O’Keeffe also suggests that musicians monitor COVID-19 transmission rates in their communities, so they know the likelihood that a person with COVID-19 is present. Disease-tracking metrics used by the Brown University School of Public Health in Providence, R.I., indicate that more than 10 new cases a day for every 100,000 people in a region constitutes higher risk. Musicians may feel safer, too, when more than 70 percent of their community is fully vaccinated, adopting the vaccination goal from the White House COVID-19 task force.

An industry transformed

When I asked musicians how COVID-19 changed their musical activity, their answers reflected both the economic and emotional fallout of last spring’s lockdowns.

“Before COVID, I was working at my [former] high school as a school aide while giving lessons there as well,” says Elijah Herring, a saxophone student who graduated from New York’s Brooklyn College this spring. “Because the school system closed down, I lost my job. I wasn’t able to get unemployment benefits until June or July.… I had to street perform to make ends meet, to pay bills, to take care of my mom.”

In the short term, COVID-19 was a blow to the music world. Musicians lost income as well as motivation to practice or compose; some left the industry altogether. But in the long term, the pandemic has transformed how many musicians think about their profession.

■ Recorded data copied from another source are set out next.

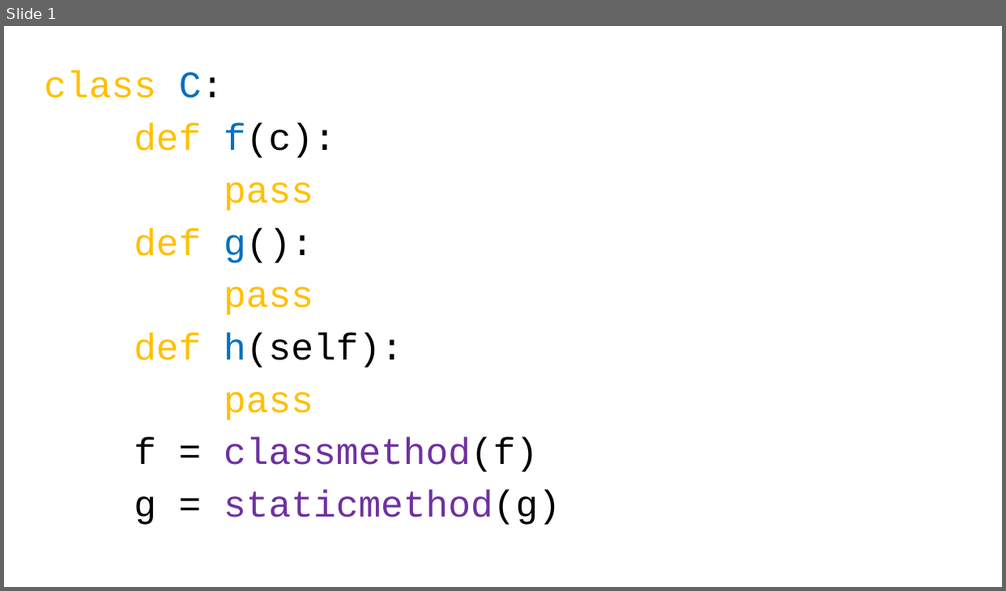
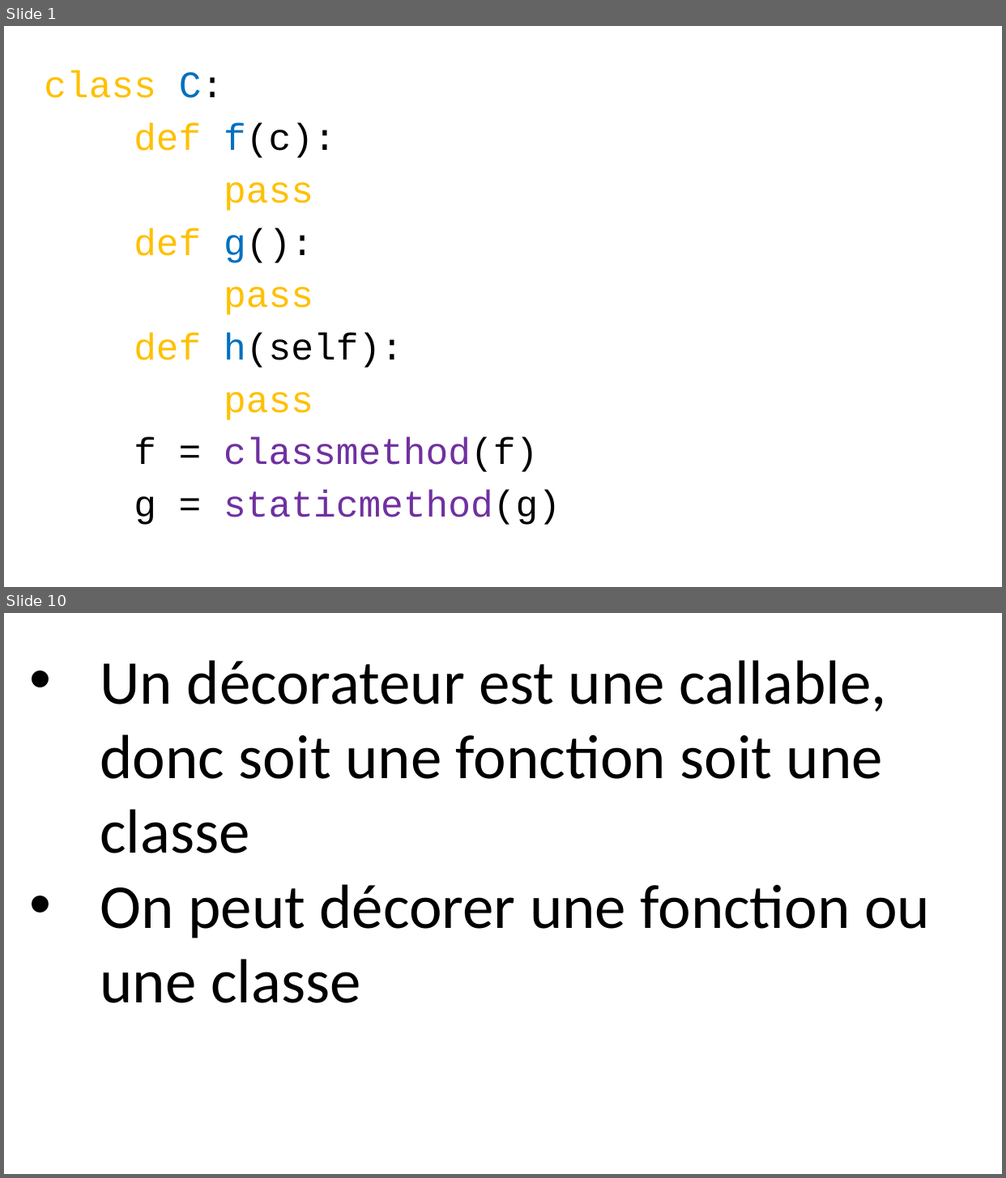
Before and after one commit to parmentelat/flotpython-archive, a slide deck: semaine7/CO12AL-W7-VIDEO02-SLIDE01.pptx. Shown one above the other, each under a label of ours: slide 1 before the commit, slides 1 and 10 after it; the slides between them are not shown. The pictures are 1006x591 and 1006x1178 pixels, drawn with LibreOffice and Linux fonts; fonts in the diff are those of the drawing. Boxes give left, top, right and bottom in pixels: in the first picture for what was removed or moved away, otherwise in the second. Text is boxed around its words. In the diff, an @@ line names an element or a change of style, - is before the commit and + after.

```diff
--- a/semaine7/CO12AL-W7-VIDEO02-SLIDE01.pptx
+++ b/semaine7/CO12AL-W7-VIDEO02-SLIDE01.pptx
@@ slide 10 added at box(4, 613, 1002, 1174), background #FFFFFF @@
@@ text added at box(100, 660, 930, 1003), 60 pt, text #000000 @@
+• Un décorateur est une callable, donc soit une fonction soit une classe
+• On peut décorer une fonction ou une classe
```
Also in this commit, not shown: 3 slides changed, 5 other slides added, 2 slides removed, 1 other file.

“Music is a privilege,” says Orion White, a saxophone student at the University of Idaho in Moscow. “It’s something that really sticks with you; it changes you. It can be almost religious if you let it be, and I took that for granted. Not anymore.”

This sentiment is heightened by the layers of added challenge needed to play — any performance, group practice or even informal jam session now requires intensive safety and trust. Before they can start playing, musicians must trust each other with their vaccination status and other health information. I’ve led discussions in my own band, developing practice guidelines that incorporate health needs and risk comfort levels.

Audiences seem to acknowledge the effort that goes into performing. Andrews and Herring both say that they’re getting more money from busking now than they did before the pandemic.

The Rude Mechanical Orchestra had our first pandemic practice that included wind instruments on May 18 this year. We gathered outside, by the river, a few blocks away from our old basement practice space.

We had agreed to strict guidelines — all wind players had to be fully vaccinated, with masks and bell covers on. So only four people opted to play a wind instrument. Still, a tuba, two trombones, a clarinet and a lot of percussion was enough to bring melodies to life. We played through some of our classic tunes, pausing to talk through song structure and enjoy the breeze.

At one point, a small girl with a loose ponytail approached us and began dancing to the music. She didn’t know that we were out of practice or that half of the drummers were trained in other instruments. But her dance echoed our joy in being back together.